== Input ==
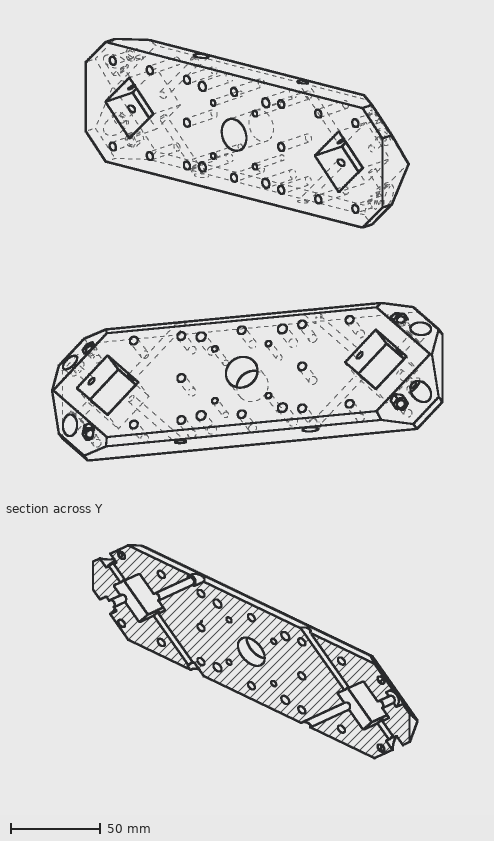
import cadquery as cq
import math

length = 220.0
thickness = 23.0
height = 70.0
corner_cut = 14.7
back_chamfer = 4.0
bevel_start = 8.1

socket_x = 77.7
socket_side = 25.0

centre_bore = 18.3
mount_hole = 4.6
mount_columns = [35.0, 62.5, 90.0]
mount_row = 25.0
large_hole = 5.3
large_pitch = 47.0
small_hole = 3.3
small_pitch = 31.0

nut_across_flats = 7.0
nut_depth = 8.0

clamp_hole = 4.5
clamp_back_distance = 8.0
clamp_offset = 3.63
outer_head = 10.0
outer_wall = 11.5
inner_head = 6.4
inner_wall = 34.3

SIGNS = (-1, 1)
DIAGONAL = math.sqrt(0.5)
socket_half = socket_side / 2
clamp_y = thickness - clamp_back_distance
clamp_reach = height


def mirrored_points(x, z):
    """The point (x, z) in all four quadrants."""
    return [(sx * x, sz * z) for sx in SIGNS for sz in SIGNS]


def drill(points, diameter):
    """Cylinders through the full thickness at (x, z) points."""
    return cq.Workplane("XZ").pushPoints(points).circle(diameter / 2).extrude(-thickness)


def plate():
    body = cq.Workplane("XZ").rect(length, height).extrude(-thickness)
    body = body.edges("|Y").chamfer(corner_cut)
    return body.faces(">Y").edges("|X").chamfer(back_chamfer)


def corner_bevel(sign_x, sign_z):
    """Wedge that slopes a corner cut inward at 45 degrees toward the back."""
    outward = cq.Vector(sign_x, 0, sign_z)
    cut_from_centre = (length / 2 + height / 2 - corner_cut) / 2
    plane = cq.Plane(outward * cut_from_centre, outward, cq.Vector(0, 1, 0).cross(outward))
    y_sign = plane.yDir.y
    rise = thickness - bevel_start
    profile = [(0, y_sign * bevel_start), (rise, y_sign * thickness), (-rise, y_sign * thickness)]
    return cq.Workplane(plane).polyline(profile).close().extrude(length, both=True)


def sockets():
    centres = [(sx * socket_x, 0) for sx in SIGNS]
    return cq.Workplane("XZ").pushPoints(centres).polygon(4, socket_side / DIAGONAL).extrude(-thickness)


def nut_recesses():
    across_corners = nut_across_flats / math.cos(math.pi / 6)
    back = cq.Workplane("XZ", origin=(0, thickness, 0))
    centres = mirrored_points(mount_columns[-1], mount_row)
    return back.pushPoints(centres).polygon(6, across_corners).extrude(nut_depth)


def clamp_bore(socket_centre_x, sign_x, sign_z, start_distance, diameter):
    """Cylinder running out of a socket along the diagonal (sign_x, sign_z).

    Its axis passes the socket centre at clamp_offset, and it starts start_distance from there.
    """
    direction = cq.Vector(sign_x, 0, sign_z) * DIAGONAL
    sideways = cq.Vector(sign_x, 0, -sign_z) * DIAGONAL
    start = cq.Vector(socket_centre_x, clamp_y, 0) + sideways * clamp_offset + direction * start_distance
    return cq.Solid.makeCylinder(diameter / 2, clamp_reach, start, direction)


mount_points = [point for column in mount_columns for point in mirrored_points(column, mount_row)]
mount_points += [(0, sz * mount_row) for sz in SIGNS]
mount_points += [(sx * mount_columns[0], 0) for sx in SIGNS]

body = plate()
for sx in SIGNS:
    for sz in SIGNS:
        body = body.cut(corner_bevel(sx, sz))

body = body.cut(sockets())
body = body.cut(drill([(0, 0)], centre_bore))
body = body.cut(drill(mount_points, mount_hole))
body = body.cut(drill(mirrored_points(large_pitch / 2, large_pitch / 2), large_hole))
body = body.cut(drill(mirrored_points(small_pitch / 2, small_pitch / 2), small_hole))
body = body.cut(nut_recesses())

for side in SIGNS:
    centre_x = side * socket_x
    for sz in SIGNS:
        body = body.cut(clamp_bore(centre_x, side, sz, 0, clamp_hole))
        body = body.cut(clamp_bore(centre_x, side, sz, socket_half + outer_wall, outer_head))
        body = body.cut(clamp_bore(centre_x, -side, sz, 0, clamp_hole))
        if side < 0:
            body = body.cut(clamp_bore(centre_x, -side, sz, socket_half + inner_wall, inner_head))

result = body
===
Reproduce exactly the lines above from the line with "mount_points += [(0, sz" to the line with "body = body.cut(drill([(0, 0)], centre_bore))", including both, and add nothing.

## Answer
mount_points += [(0, sz * mount_row) for sz in SIGNS]
mount_points += [(sx * mount_columns[0], 0) for sx in SIGNS]

body = plate()
for sx in SIGNS:
    for sz in SIGNS:
        body = body.cut(corner_bevel(sx, sz))

body = body.cut(sockets())
body = body.cut(drill([(0, 0)], centre_bore))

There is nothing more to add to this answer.